#### WORK TASK
What are the lines, copied exactly, from the one containing "part 12 of me_mirror_stay_chain_chrome, moved" through the final line of the material? Leave the pictures out.

#### INPUT MATERIAL
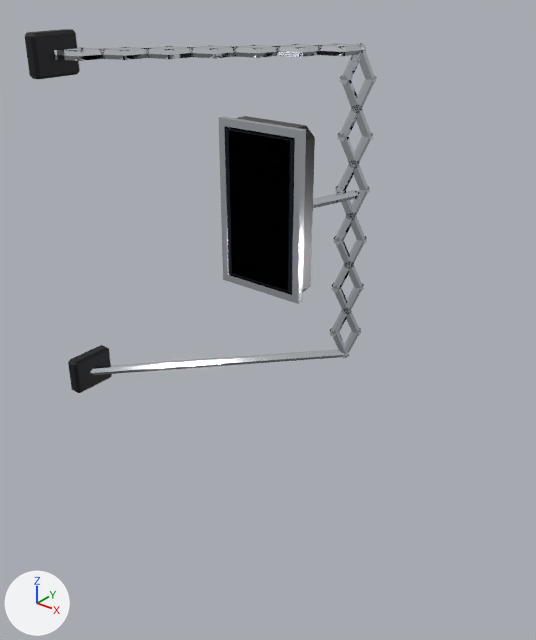
Two versions of the glTF model game/assets/vehicles/dekotora/accessories/mirror_t233/mirror_stay_chain.glb, one commit apart.
One viewpoint serves both versions: a camera (50 mm lens) standing at (1.239, -0.89, 0.889) and looking at (0.447, 0.1, 0.275). Lighting does not change. The marker at lower left points along +X, +Y and +Z. The older version comes first. Where no turn or scale is listed for an object, it has been applied to the vertices. Vertices at exactly the same position are counted once.

Before the edit, the objects in view are built like this:
```python
me_mirror_stay_chain_chrome = bpy.data.meshes.new('mirror_stay_chain_chrome')
me_mirror_stay_chain_chrome.from_pydata(...)  # 672 vertices, 696 faces; spans x 0.017..0.448, y -0.013..0.449, z 0.048..0.743
me_mirror_stay_chain_chrome.materials.append(mat_chrome)  # white #e6ebf2
me_mirror_stay_chain_deco_mirror = bpy.data.meshes.new('mirror_stay_chain_deco_mirror')
me_mirror_stay_chain_deco_mirror.from_pydata(...)  # a box spanning x 0.256..0.424, y 0.205..0.209, z 0.287..0.593
me_mirror_stay_chain_deco_mirror.materials.append(mat_deco_mirror)  # dark blue #2a3442
me_mirror_stay_chain_deco_trim = bpy.data.meshes.new('mirror_stay_chain_deco_trim')
me_mirror_stay_chain_deco_trim.from_pydata(...)  # 48 vertices, 88 faces; spans x 0.001..0.031, y -0.05..0.05, z 0.02..0.771
me_mirror_stay_chain_deco_trim.materials.append(mat_deco_trim)  # black #0b0d12
ob_mirror_stay_chain_chrome = bpy.data.objects.new('mirror_stay_chain_chrome', me_mirror_stay_chain_chrome)
ob_mirror_stay_chain_chrome.location = (0.0, 0.0, 0.0)
ob_mirror_stay_chain_deco_mirror = bpy.data.objects.new('mirror_stay_chain_deco_mirror', me_mirror_stay_chain_deco_mirror)
ob_mirror_stay_chain_deco_mirror.location = (0.0, 0.0, 0.0)
ob_mirror_stay_chain_deco_trim = bpy.data.objects.new('mirror_stay_chain_deco_trim', me_mirror_stay_chain_deco_trim)
ob_mirror_stay_chain_deco_trim.location = (0.0, 0.0, 0.0)
# also in view: 'mirror_stay_chain_deco_body' at (0.34, 0.24, 0.44)
```
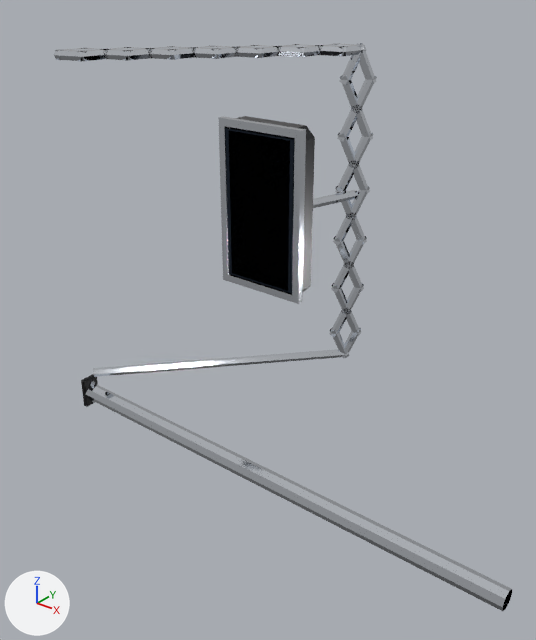
What changed in the scene script:
```text
Change me_mirror_stay_chain_chrome:
    remove me_mirror_stay_chain_chrome.from_pydata(...)  # 672 vertices, 696 faces; spans x 0.017..0.448, y -0.013..0.449, z 0.048..0.743
    add me_mirror_stay_chain_chrome.from_pydata(...)  # 672 vertices, 696 faces; spans x 0.027..0.448, y -0.013..0.449, z 0.048..0.743
    me_mirror_stay_chain_chrome part 1: the loose piece of 12 vertices spanning x 0.019..0.087, y -0.012..0.025, z 0.723..0.739 is moved by (0.01, 0.0, 0.0)
    me_mirror_stay_chain_chrome part 2: the loose piece of 12 vertices spanning x 0.065..0.097, y 0.003..0.07, z 0.723..0.739 is moved by (0.009, 0.0, 0.0)
    me_mirror_stay_chain_chrome part 3: the loose piece of 12 vertices spanning x 0.029..0.097, y 0.035..0.072, z 0.723..0.739 is moved by (0.009, 0.0, 0.0)
    me_mirror_stay_chain_chrome part 4: the loose piece of 12 vertices spanning x 0.019..0.051, y -0.01..0.057, z 0.723..0.739 is moved by (0.01, 0.0, 0.0)
    me_mirror_stay_chain_chrome part 5: the loose piece of 12 vertices spanning x 0.075..0.143, y 0.048..0.085, z 0.723..0.739 is moved by (0.008, 0.0, 0.0)
    me_mirror_stay_chain_chrome part 6: the loose piece of 12 vertices spanning x 0.121..0.153, y 0.063..0.13, z 0.723..0.739 is moved by (0.008, 0.0, 0.0)
    me_mirror_stay_chain_chrome part 7: the loose piece of 12 vertices spanning x 0.084..0.152, y 0.095..0.132, z 0.723..0.739 is moved by (0.007, 0.0, 0.0)
    me_mirror_stay_chain_chrome part 8: the loose piece of 12 vertices spanning x 0.075..0.106, y 0.05..0.117, z 0.723..0.739 is moved by (0.008, 0.0, 0.0)
    me_mirror_stay_chain_chrome part 9: the loose piece of 12 vertices spanning x 0.131..0.199, y 0.108..0.145, z 0.723..0.739 is moved by (0.007, 0.0, 0.0)
    me_mirror_stay_chain_chrome part 10: the loose piece of 12 vertices spanning x 0.176..0.208, y 0.123..0.19, z 0.723..0.739 is moved by (0.006, 0.0, 0.0)
    me_mirror_stay_chain_chrome part 11: the loose piece of 12 vertices spanning x 0.13..0.162, y 0.11..0.177, z 0.723..0.739 is moved by (0.007, 0.0, 0.0)
    me_mirror_stay_chain_chrome part 12: 6 of 672 vertices moved; they spanned x 0.017..0.031, y -0.013..0.0, z 0.052..0.068 and now span x 0.027..0.041, y -0.013..0.0, z 0.052..0.068; mean shift (0.01, 0.0, 0.0); largest move (0.031, -0.013, 0.06) -> (0.041, -0.013, 0.06)
    other edits to the shape of me_mirror_stay_chain_chrome do not show in these pictures
Remove ob_mirror_stay_chain_deco_trim:
    ob_mirror_stay_chain_deco_trim = bpy.data.objects.new('mirror_stay_chain_deco_trim', me_mirror_stay_chain_deco_trim)
Add ob_mirror_stay_chain_pads_chrome:
    ob_mirror_stay_chain_pads_chrome = bpy.data.objects.new('mirror_stay_chain_PADS_chrome', me_mirror_stay_chain_pads_chrome)  # 16 vertices, 16 faces; spans x 0.0..1.0, y -0.018..0.018, z -0.018..0.018; in mat_chrome (white #e6ebf2)
    ob_mirror_stay_chain_pads_chrome.location = (0.0, 0.0, 0.0)
Add ob_mirror_stay_chain_padf_deco_trim:
    ob_mirror_stay_chain_padf_deco_trim = bpy.data.objects.new('mirror_stay_chain_PADF_deco_trim', me_mirror_stay_chain_padf_deco_trim)  # 24 vertices, 44 faces; spans x 0.0..0.012, y -0.02..0.02, z -0.035..0.035; in mat_deco_trim (black #0b0d12)
    ob_mirror_stay_chain_padf_deco_trim.location = (0.0, 0.0, 0.0)
Add ob_mirror_stay_chain_padf_chrome:
    ob_mirror_stay_chain_padf_chrome = bpy.data.objects.new('mirror_stay_chain_PADF_chrome', me_mirror_stay_chain_padf_chrome)  # a 6-sided cylinder along x spanning x 0.012..0.018, y -0.007..0.007, z -0.0281..-0.0159; a 6-sided cylinder along x spanning x 0.012..0.018, y -0.007..0.007, z 0.0159..0.0281; in mat_chrome (white #e6ebf2)
    ob_mirror_stay_chain_padf_chrome.location = (0.0, 0.0, 0.0)
```

Where the change shows, as pixel boxes (x1, y1, x2, y2) in the pictures (536 x 640 px; the box of a moved part takes in the faces that stretch with it):
'mirror_stay_chain_chrome', reshaped
    before: (54, 43, 377, 375)
    after: (54, 43, 377, 377)
'mirror_stay_chain_PADS_chrome', added
    after: (85, 384, 512, 611)
'mirror_stay_chain_deco_trim', deleted
    before: (25, 29, 112, 393)
'mirror_stay_chain_PADF_deco_trim', added
    after: (81, 374, 98, 407)
'mirror_stay_chain_PADF_chrome', added
    after: (89, 380, 95, 403)
part 1 of me_mirror_stay_chain_chrome, moved or reshaped
    before: (54, 50, 85, 61)
    after: (54, 50, 86, 61)
part 2 of me_mirror_stay_chain_chrome, moved or reshaped
    before: (74, 49, 103, 61)
    after: (77, 49, 106, 61)
part 3 of me_mirror_stay_chain_chrome, moved or reshaped
    before: (81, 48, 106, 59)
    after: (82, 48, 109, 59)
part 4 of me_mirror_stay_chain_chrome, moved or reshaped
    before: (54, 47, 84, 60)
    after: (57, 48, 84, 60)
part 5 of me_mirror_stay_chain_chrome, moved or reshaped
    before: (102, 49, 131, 60)
    after: (105, 49, 132, 60)
part 6 of me_mirror_stay_chain_chrome, moved or reshaped
    before: (121, 48, 148, 60)
    after: (124, 48, 154, 61)
part 7 of me_mirror_stay_chain_chrome, moved or reshaped
    before: (125, 47, 150, 58)
    after: (123, 47, 155, 58)
part 8 of me_mirror_stay_chain_chrome, moved or reshaped
    before: (99, 47, 125, 59)
    after: (101, 47, 131, 59)
part 9 of me_mirror_stay_chain_chrome, moved or reshaped
    before: (147, 48, 174, 59)
    after: (145, 48, 176, 60)
part 10 of me_mirror_stay_chain_chrome, moved or reshaped
    before: (164, 47, 196, 59)
    after: (169, 47, 197, 60)
part 11 of me_mirror_stay_chain_chrome, moved or reshaped
    before: (142, 46, 174, 58)
    after: (147, 46, 175, 58)
part 12 of me_mirror_stay_chain_chrome, moved or reshaped
    before: (91, 349, 349, 375)
    after: (93, 349, 349, 377)
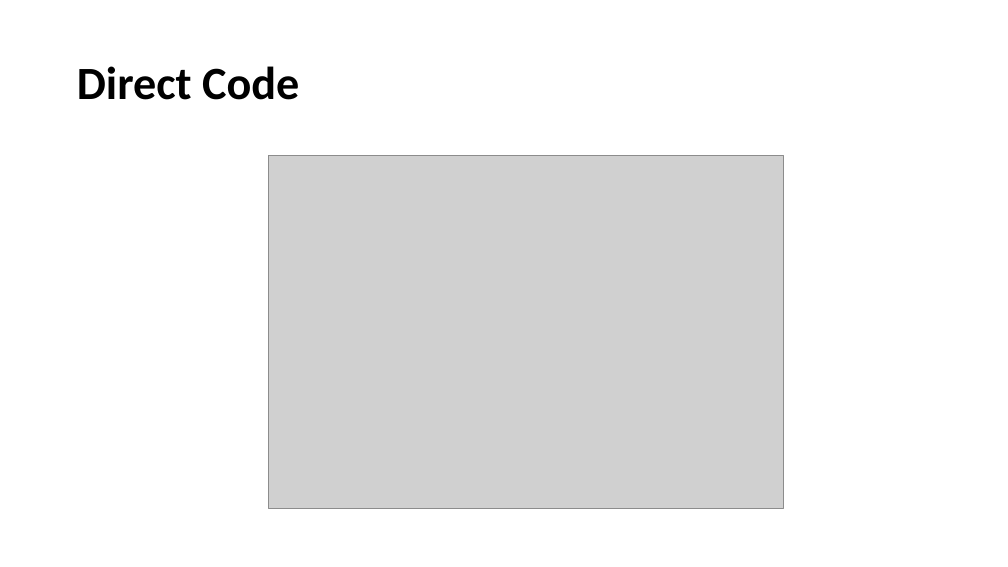
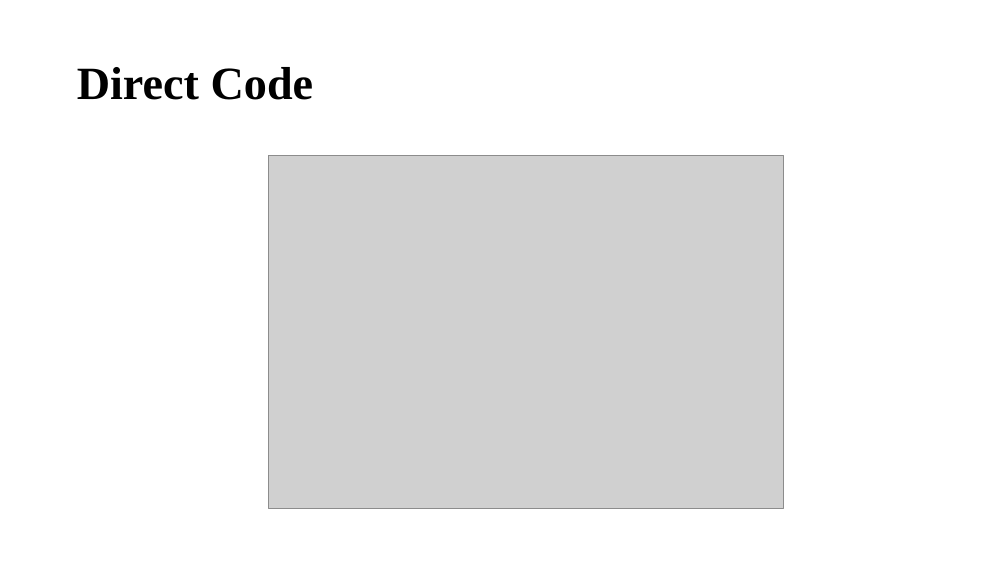
Before and after one commit to 2014-sed-team3/term-project, a slide deck: slide 2 of homework/hw9/9-1/SED-Hw9_1.pptx. Drawn at 1008x567 pixels with LibreOffice and Linux fonts; fonts in the diff are those of the drawing; grey boxes stand for pictures. Boxes give left, top, right and bottom in pixels: in the first picture for what was removed or moved away, otherwise in the second. Text is boxed around its words. In the diff, an @@ line names an element or a change of style, - is before the commit and + after.

```diff
--- a/homework/hw9/9-1/SED-Hw9_1.pptx
+++ b/homework/hw9/9-1/SED-Hw9_1.pptx
@@ title "Direct Code" at (77,67,314,100): font Calibri to Times New Roman @@
```
Also in this commit, not shown: 6 other slides changed.

#### EXERCISE OUTPUT
part 12 of me_mirror_stay_chain_chrome, moved or reshaped
    before: (91, 349, 349, 375)
    after: (93, 349, 349, 377)
Before and after one commit to 2014-sed-team3/term-project, a slide deck: slide 2 of homework/hw9/9-1/SED-Hw9_1.pptx. Drawn at 1008x567 pixels with LibreOffice and Linux fonts; fonts in the diff are those of the drawing; grey boxes stand for pictures. Boxes give left, top, right and bottom in pixels: in the first picture for what was removed or moved away, otherwise in the second. Text is boxed around its words. In the diff, an @@ line names an element or a change of style, - is before the commit and + after.

```diff
--- a/homework/hw9/9-1/SED-Hw9_1.pptx
+++ b/homework/hw9/9-1/SED-Hw9_1.pptx
@@ title "Direct Code" at (77,67,314,100): font Calibri to Times New Roman @@
```
Also in this commit, not shown: 6 other slides changed.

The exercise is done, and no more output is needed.